The strain has a similar change to stress change with an increase in PEG MW. The increase of the MW of PEG led to the decrease of crystallinity in the hydrogels. The crystalline domains acted as physical crosslinkers, which governs the elongation of crosslinked materials. CGN2000 had a higher crystallinity, thus it has relatively lower elongation. The relatively higher elongation of CGN6000 and CGN10000 may also be attributed to the reduced crystallinity. However, as the MW of PEG reached 20,000 in CGN20000 hydrogel, the intermolecular forces and molecular entanglement would reach the level that could retard the uncoiling of macromolecular conformation under force, i.e., lower elongation.
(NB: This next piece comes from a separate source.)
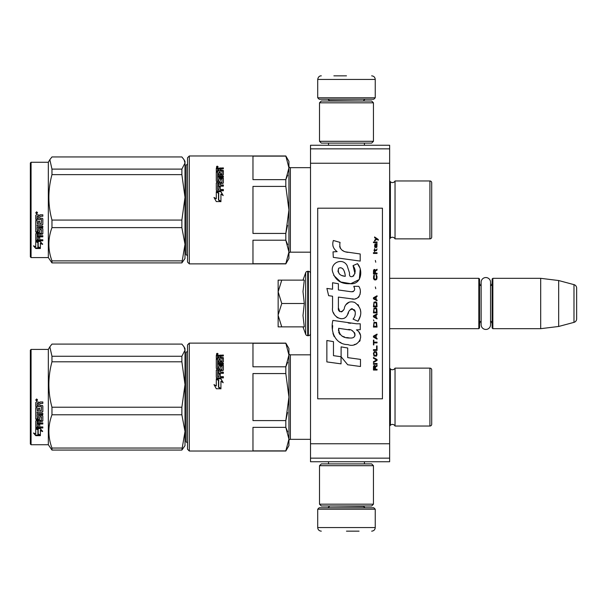 <?xml version="1.0" encoding="UTF-8"?>
<svg xmlns="http://www.w3.org/2000/svg" width="607" height="607" viewBox="0 0 607 607"><rect width="100%" height="100%" fill="white"/><g stroke="black" fill="none" stroke-linecap="round" stroke-linejoin="round"><path stroke-width="0.91" d="M310.511 203.998L310.511 216.54M310.511 391.014L310.511 403.556M310.511 148.852L310.511 145.255L389.633 145.255L389.633 461.745L310.511 461.745L310.511 148.852L389.633 148.852M310.511 163.237L389.633 163.237M310.511 443.763L389.633 443.763M310.511 458.148L389.633 458.148M310.511 441.6L310.511 439.339L290.374 439.339A1.442 1.442 43.6 0 0 288.932 440.773A1.442 1.442 43.6 0 1 290.374 439.339L290.374 354.822A1.442 1.442 136.4 0 1 288.932 353.38A1.442 1.442 136.4 0 0 290.374 354.822L310.511 354.822M389.633 278.325L478.824 278.325L479.545 279.045L479.545 327.955L478.824 328.675L389.633 328.675M481.131 321.02A4.317 4.317 32.1 0 0 479.545 324.358A4.317 4.317 32.1 0 1 481.131 321.02L481.131 324.737A4.712 4.712 0 0 0 485.843 329.449A4.712 4.712 0 0 0 490.555 324.737L490.555 282.263A4.712 4.712 0 0 0 485.843 277.551A4.712 4.712 0 0 0 481.131 282.263L481.131 285.98A4.317 4.317 147.8 0 1 479.545 282.642M492.133 282.642A4.317 4.317 -137.8 0 1 490.555 285.98A4.317 4.317 -137.8 0 0 492.133 282.642M492.854 278.325L540.685 278.325L540.685 328.675L558.668 326.467L573.987 322.363A3.596 3.596 -55.9 0 0 576.65 318.887L576.65 288.113A3.596 3.596 -124.1 0 0 573.987 284.637L573.987 322.363L558.668 326.467L540.685 328.675L492.854 328.675L492.133 327.955L492.133 279.045L492.854 278.325L492.854 328.675M540.685 278.325L558.668 280.533L573.987 284.637A3.596 3.596 -124.1 0 1 576.65 288.113L576.65 318.887A3.596 3.596 -55.9 0 1 573.987 322.363M478.824 278.325L478.824 328.675L479.545 327.955M492.133 324.358A4.317 4.317 -42.2 0 0 490.555 321.02M558.668 280.533L558.668 326.467M278.143 303.5L278.143 291.815L281.762 303.5L278.143 314.942L278.143 303.5M302.992 280.123L305.678 272.733A2.155 2.155 140.8 0 1 307.711 271.314L308.356 271.314A2.155 2.155 -130.2 0 1 310.511 273.469A2.155 2.155 -130.2 0 0 308.356 271.314L308.356 335.686A2.155 2.155 -49.8 0 0 310.511 333.531M307.711 271.314L307.711 335.686L308.356 335.686M305.678 272.733L305.678 334.267A2.155 2.155 39.2 0 0 307.711 335.686A2.155 2.155 39.2 0 1 305.678 334.267L302.992 326.877L305.678 334.267M278.143 326.877L281.762 326.877L278.143 326.877L278.143 315.435L281.762 326.877L304.304 326.877L302.992 315.534L304.304 303.5L302.992 291.565L304.304 280.123L281.762 280.123L278.143 291.815L278.143 280.123L281.762 280.123L278.143 280.123M278.143 315.435L278.143 314.942M304.304 303.5L281.762 303.5M375.247 97.78L317.704 97.78L319.145 99.222L373.813 99.222L375.247 97.78L375.247 79.441C375.035 77.256 373.836 76.057 371.651 75.845M346.476 75.845L333.888 75.845M317.704 509.22L319.145 507.778L373.813 507.778L375.247 509.22L317.704 509.22L317.704 527.559C317.916 529.744 319.115 530.943 321.3 531.155M346.476 531.155L359.063 531.155M481.131 282.263L481.131 324.737A4.712 4.712 0 0 0 485.843 329.449A4.712 4.712 0 0 0 490.555 324.737M319.502 504.182L373.449 504.182L371.651 505.98L321.3 505.98L319.502 504.182L319.502 465.698L373.449 465.698L371.651 463.9L321.3 463.9L319.502 465.698M373.449 102.818L319.502 102.818L321.3 101.02L371.651 101.02L373.449 102.818L373.449 141.302L371.651 143.1L321.3 143.1L319.502 141.302L373.449 141.302M431.714 379.087L431.714 369.929A1.798 1.798 -132.2 0 0 429.915 368.13L395.036 368.13A2.876 2.876 0 0 1 392.448 369.746A2.876 2.876 0 0 0 395.036 368.13L395.036 426.031A2.876 2.876 0 0 0 390.407 425.257L390.407 368.904L389.633 368.13M431.714 415.074L431.714 424.232A1.798 1.798 -47.8 0 1 429.915 426.031A1.798 1.798 -47.8 0 0 431.714 424.232L431.714 369.929M187.517 350.687A1.442 1.442 -136.3 0 1 186.076 352.121A1.442 1.442 -136.3 0 0 187.517 350.687M287.695 431.827L285.821 427.366L288.932 439.127L288.932 355.034L285.821 366.787L287.695 362.333M189.316 451.024L189.316 343.13L187.517 344.928L187.517 449.226L189.316 451.024L285.821 451.024L288.932 445.629L288.932 439.127L285.821 450.887L252.967 450.887L252.967 427.366L285.821 427.366L285.821 420.598L252.967 420.598L252.967 373.563L285.821 373.563L288.932 397.077L288.932 439.127L288.932 348.524L285.821 343.13L288.932 355.034L288.932 397.077L285.821 420.598L287.559 412.494M431.736 397.077L431.714 395.552M431.714 191.926L431.714 182.768A1.798 1.798 -132.2 0 0 429.915 180.969L395.036 180.969A2.876 2.876 0 0 1 392.448 182.586A2.876 2.876 0 0 0 395.036 180.969L395.036 238.87A2.876 2.876 0 0 0 390.407 238.096L390.407 181.743L389.633 180.969M392.448 182.586A2.876 2.876 0 0 1 390.407 181.743A2.876 2.876 0 0 0 392.448 182.586M431.714 227.913L431.714 237.071A1.798 1.798 -47.8 0 1 429.915 238.87A1.798 1.798 -47.8 0 0 431.714 237.071L431.714 182.768M187.517 163.526A1.442 1.442 -136.3 0 1 186.076 164.967A1.442 1.442 -136.3 0 0 187.517 163.526M287.695 244.667L285.821 240.213L288.932 251.966L288.932 167.873L285.821 179.634L287.695 175.173M189.316 263.87L189.316 155.976L187.517 157.774L187.517 262.072L189.316 263.87L285.821 263.87L288.932 258.476L288.932 251.966L285.821 263.726L252.967 263.726L252.967 240.213L285.821 240.213L285.821 233.437L252.967 233.437L252.967 186.402L285.821 186.402L288.932 209.923L288.932 251.966L288.932 161.371L285.821 155.976L288.932 167.873L288.932 209.923L285.821 233.437L287.559 225.341M288.932 253.62A1.442 1.442 43.6 0 1 290.374 252.178A1.442 1.442 43.6 0 0 288.932 253.62M310.511 167.661L290.374 167.661A1.442 1.442 136.4 0 1 288.932 166.227A1.442 1.442 136.4 0 0 290.374 167.661L290.374 252.178L310.511 252.178M392.448 424.414A2.876 2.876 0 0 0 390.407 425.257L389.633 426.031M392.448 369.746A2.876 2.876 0 0 1 390.407 368.904M395.036 426.031L429.915 426.031L429.915 368.13M187.517 443.474A1.442 1.442 -43.7 0 0 186.076 442.033L186.076 352.121M285.821 373.563L285.821 366.787L252.967 366.787L252.967 343.274L285.821 343.274M288.932 439.127L288.932 397.077L288.932 439.127M220.857 378.7L223.148 382.577L220.925 381.31L220.925 388.442L218.732 387.114L218.732 380.058L216.289 378.7L220.857 378.7L216.729 378.943M223.148 382.767L220.857 378.943M220.925 388.867L218.482 387.266L220.925 388.753L216.32 388.753L214.021 384.618L216.289 385.953L214.021 384.785M218.482 380.422L216.289 379.216M216.289 385.953L216.289 378.973L218.482 380.194L218.482 387.266M221.828 369.625L216.843 369.989L221.828 369.989L222.041 366.294L220.28 366.294L220.28 368.335L219.719 368.806L216.843 368.806L216.289 368.335L216.289 358.836L217.617 358.836L217.617 361.461L217.617 360.975L218.945 361.142L218.945 361.62L218.945 359.306L220.28 359.306L220.28 361.62L220.28 361.142L222.041 360.975L222.041 361.461L222.041 358.206L216.289 358.054L216.289 355.436L223.368 355.057L223.368 355.968L216.289 355.99M223.368 355.968L220.28 356.347L220.28 357.811L223.368 358.206M217.83 367.652L217.83 368.047L218.732 367.652L217.617 367.47L217.617 367.865L217.617 364.321L223.368 364.321L223.368 363.259L217.617 363.259L217.617 362.22L222.815 362.22L223.368 361.787L223.368 357.675L220.28 357.28M217.617 363.259L217.617 363.714L223.368 363.714M218.732 367.652L218.945 365.452L219.506 364.997L219.506 365.429L222.815 365.429L223.368 365.877M219.506 364.997L222.815 364.997L222.815 365.429M217.83 376.659L218.945 376.659L217.617 376.735L217.617 373.328L223.368 373.328L223.368 372.144L220.28 372.144L220.28 370.589L222.815 370.589L223.368 370.103L223.368 365.452L222.815 364.997M220.28 372.144L223.368 372.47M218.945 376.659L218.945 373.813L220.28 373.813L220.28 376.932L223.368 376.932M216.843 369.625L216.289 370.103L216.289 377.387L216.843 377.911L223.368 377.911L223.368 376.659L220.28 376.659M222.041 369.443L221.828 369.989M217.617 372.281L217.83 370.589L218.945 370.589L218.945 372.144L217.83 372.144M218.945 372.144L217.83 372.47M217.617 357.811L217.617 357.28L217.617 357.811L218.945 357.811L218.945 357.28L217.617 357.28L217.83 355.968L218.945 355.968L218.945 357.811M220.28 361.62L222.041 361.461M220.28 359.814L218.945 359.814M218.945 361.62L217.617 361.461M217.617 359.344L216.289 359.344M216.289 370.467L216.843 369.989M220.28 374.124L218.945 374.124M218.945 365.877L219.506 365.429M220.493 355.057L220.493 355.619M216.547 354.283L217.814 354.109L217.253 353.995L217.814 353.6L216.646 353.6L216.547 354.685M217.814 354.336L216.547 354.245M217.723 354.336L217.253 354.564M217.253 353.873L217.738 353.995M217.185 353.289L218.088 353.866L217.185 354.458L217.185 353.631M184.088 346.954L184.998 348.524L184.998 350.171L184.012 346.817L181.88 344.093L51.967 344.093L49.842 346.817L51.967 356.271L181.88 356.271L184.998 350.171M30.35 444.013L31.071 444.734L30.35 444.013L30.35 350.148L31.071 349.427L48.332 349.427L48.332 444.734L51.967 450.06L181.88 450.06L184.998 431.448L184.998 445.629L181.88 450.06M48.332 444.734L31.071 444.734L31.071 349.427M184.998 431.448L181.88 414.786L181.88 407.229L184.998 384.557L181.88 361.802L181.88 356.271M184.998 384.466L184.998 350.193M184.998 431.38L184.998 384.557M51.967 450.06L51.967 448.042C47.854 436.957 47.854 425.871 51.967 414.786L51.967 407.229L181.88 407.229M51.967 407.229C47.854 392.084 47.854 376.939 51.967 361.802L181.88 361.802M51.967 361.802L51.967 356.271M51.967 448.042L181.88 448.042M51.967 414.786L181.88 414.786M38.188 429.187L38.188 429.68L35.745 428.61L40.312 428.61L42.611 431.562L40.381 430.629L40.381 435.485L38.188 434.65L38.188 429.187L36.845 428.61M40.381 434.9L38.188 434.081M40.381 430.12L40.381 430.629L40.381 430.12L42.611 431.046M37.938 429.566L35.745 428.352M35.783 435.667L40.381 435.667L37.938 434.749L37.938 429.786L35.745 428.83L35.745 433.899L33.476 433.003L35.783 435.667L34.182 433.284M40.381 435.082L37.938 434.18M38.825 435.082L35.783 435.082M41.496 406.599L35.745 406.523L35.745 402.562L36.299 401.963L38.302 401.963L39.129 402.858L39.956 401.963L42.831 401.963L42.831 403.397L40.297 403.397L39.736 403.996L39.736 405.4L42.27 405.4L42.831 405.984L42.831 411.561L42.27 412.1L37.073 412.1L37.073 413.382L42.831 413.382L42.831 414.642L37.073 414.642L37.293 418.367L38.408 418.177L38.408 415.947L38.962 415.431L42.27 415.431L42.831 415.947L42.831 420.909L42.27 421.387L39.736 421.387L39.736 422.889L42.831 422.889L42.831 423.997L37.073 423.997L37.073 426.767L38.408 426.933L38.408 424.445L39.736 424.445L39.736 426.933L42.831 426.933L42.831 427.973L36.299 427.973L35.745 427.54L35.745 420.909L36.299 420.423L41.284 420.423L41.496 416.888L39.736 416.888L39.736 419.096L39.182 419.589L36.299 419.589L35.745 419.096L35.745 407.631L37.073 407.631L37.293 410.734L38.408 410.734L38.408 408.291L39.736 408.291L39.736 410.734L41.284 410.734L41.496 406.599L35.745 406.379M39.182 419.589L35.745 418.762M41.284 416.69L39.736 416.592M37.073 423.997L37.073 423.595L42.831 423.595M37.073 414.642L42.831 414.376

Figure 7 shows toughness drops dramatically. It’s known that toughness is inversely proportional to brittleness, and a decrease of toughness means an increase in brittleness. Figure 7 indicates the gels become brittle as the MW of PEG increases. Our previous study indicated the addition of PEG improved the toughness of the hydrogels. As the content of PEG is constant in the blending, the increase of MW of PEG means the decrease in the number of PEG end groups in the blending. The number of end groups is an important factor for polar plasticizer, and such reduction led to low plastic efficiency. Therefore, the increase of the MW of PEG caused a lower plasticization effect in the blending, i.e., the increase in brittleness.

4 Conclusion

In this study, the effect of MW of PEG on the properties of CGN hydrogels was investigated. The FTIR analysis revealed that the low MW PEG lost the crystallization ability, while the high MW PEG still had some crystallinity in the CGN hydrogels. The further X-ray diffraction study showed that crystallization of the physical hydrogels became difficult due to the retardation of the stronger intermolecular force between PEG and chitosan and PNIPAAm with the increase of the MW of PEG. DSC data also indicated that the crystallization of the physical hydrogels became difficult as the MW of PEG increased, evidenced by the increase of crystallization temperature (T c), even though T c has a drop. The crystallization change of physical gels had an immediate effect on the swelling property of the hydrogels, and the swelling ratio of the hydrogels increased due the reduction of crystal crosslinks. The SEM study found that morphology of the hydrogels changed with the increase of the MW of PEG and the result is well consistent with the results of swelling and thermal studies. The mechanical property is the results of counter balance between crystallization and the intermolecular force. In a word, the MW of PEG plays a key role in property of the hydrogels. Consequently, the choice of appropriate MW of PEG is an important in the formulation of the physical hydrogels.